Scientific Evidence: Money DOES Buy Happiness

Discussion in 'Economics' started by JamesL, May 3, 2013.

  1. JamesL

    JamesL

    Science: Money makes you happier
    No limit to impact of increased wealth on satisfaction, research finds

    For those who haven’t won the lottery and have never sold a startup to Yahoo for $30 million, science has long offered a small consolation: At a certain point, earning more money won’t make you happier. But new research debunks such feel-good claims.

    There’s no end to how much happier money can make you, according to research to be published in the May 2013 edition of “American Economic Review, Papers and Proceedings” by economists Betsey Stevenson and Justin Wolfers, professors at the University of Michigan. “The relationship between well-being and income is roughly linear-log and does not diminish as incomes rise,” the study — Subjective Well-Being and Income: Is There Any Evidence of Satiation? — concludes. “If there is a satiation point, we are yet to reach it.”

    The correlation between increased income and increased happiness is no different with the rich than it is with the poor, the study finds. The “positive association between family income and reported well-being is remarkably consistent and shows no signs of petering out even at very high incomes,” the study reports. This proves as consistent when making cross-national comparisons between rich and poor countries as when making comparisons between rich and poor people within a country, Stevenson and Wolfers conclude.
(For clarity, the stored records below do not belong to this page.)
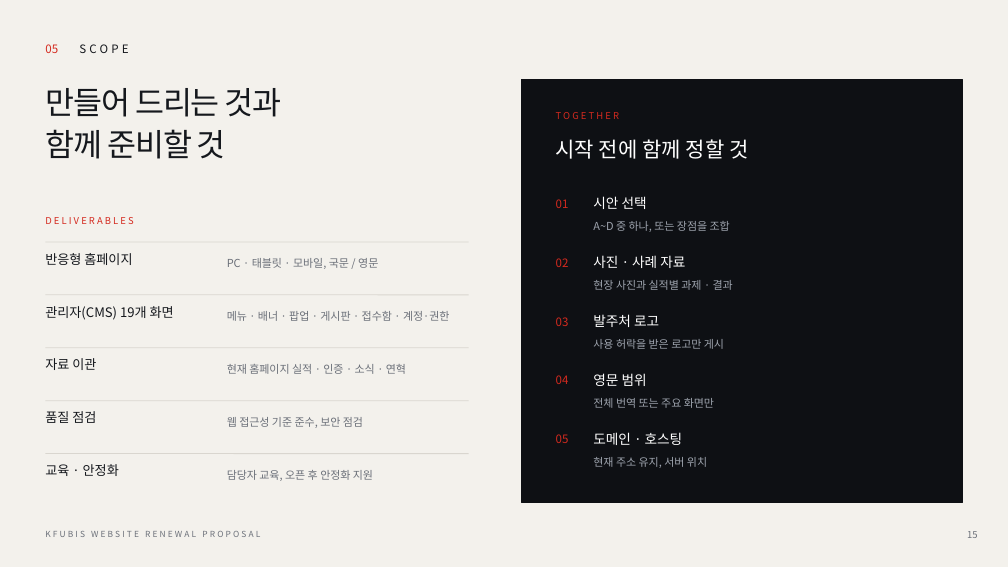
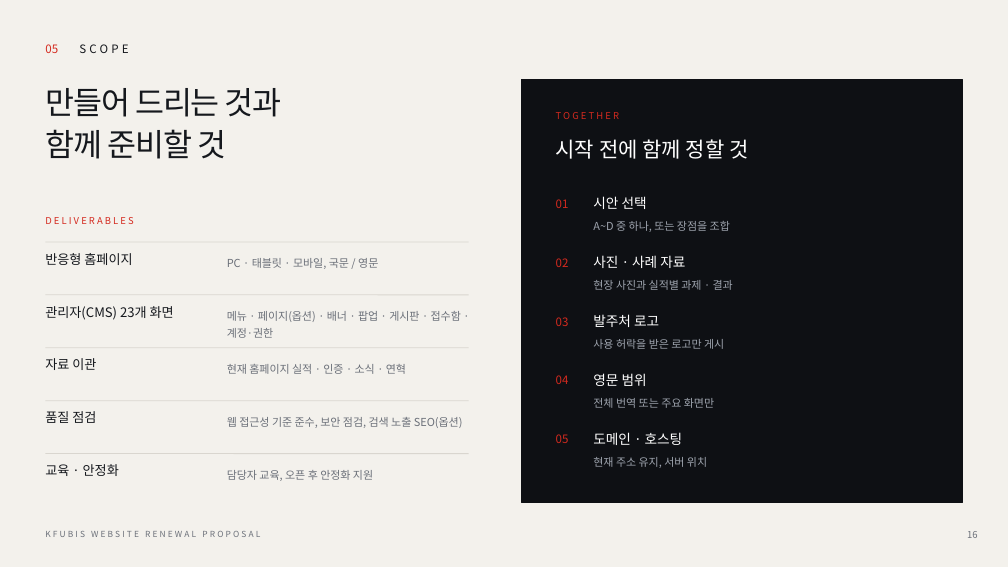
Before and after one commit to leety-stack/KFUBIS_Homepage, a slide deck: slide 16 of 제안서/[한방유비스 홈페이지] 대표홈페이지 개편_제안서(디자인형).pptx (slide 15 before the commit). Drawn at 1008x567 pixels with LibreOffice and Linux fonts; fonts in the diff are those of the drawing. Boxes give left, top, right and bottom in pixels: in the first picture for what was removed or moved away, otherwise in the second. Text is boxed around its words. In the diff, an @@ line names an element or a change of style, - is before the commit and + after.

```diff
--- a/제안서/[한방유비스 홈페이지] 대표홈페이지 개편_제안서(디자인형).pptx
+++ b/제안서/[한방유비스 홈페이지] 대표홈페이지 개편_제안서(디자인형).pptx
@@ text at (45,306,174,320): text changed @@
-관리자(CMS) 19개 화면
+관리자(CMS) 23개 화면
@@ text at (227,311,461,338): text changed @@
-메뉴 · 배너 · 팝업 · 게시판 · 접수함 · 계정·권한
+메뉴 · 페이지(옵션) · 배너 · 팝업 · 게시판 · 접수함 · 계정·권한
@@ text at (227,417,463,428): text changed @@
-웹 접근성 기준 준수, 보안 점검
+웹 접근성 기준 준수, 보안 점검, 검색 노출 SEO(옵션)
```
Also in this commit, not shown: 4 other slides changed, 1 slide added, 33 other files.

    Specifically, just over one-third (or 35%) of Americans making less than $10,000 reported being “very happy” and just under one-quarter (24%) said they were “very satisfied” with their lives. Of those making over $500,000, 100% reported being “very happy” and said they were “very satisfied” with their lives. Outside the U.S., Stevenson and Wolfers found the same trends. “In particular, there is no evidence that the slope flattens our beyond any particular ‘satiation point’ in any nation,” they wrote.

    Why does more money mean more happy days ahead? Wolfers says he leaves that up to others to decide, but he has one theory: “It may be that the relationship is not between your income and the number of iPhones you can buy; it’s about the choices you can make.” And the more money you make, he says, the more choices open up. “But I would never say become a corporate lawyer and not work for a nonprofit if you found that more fulfilling,” Wolfers says.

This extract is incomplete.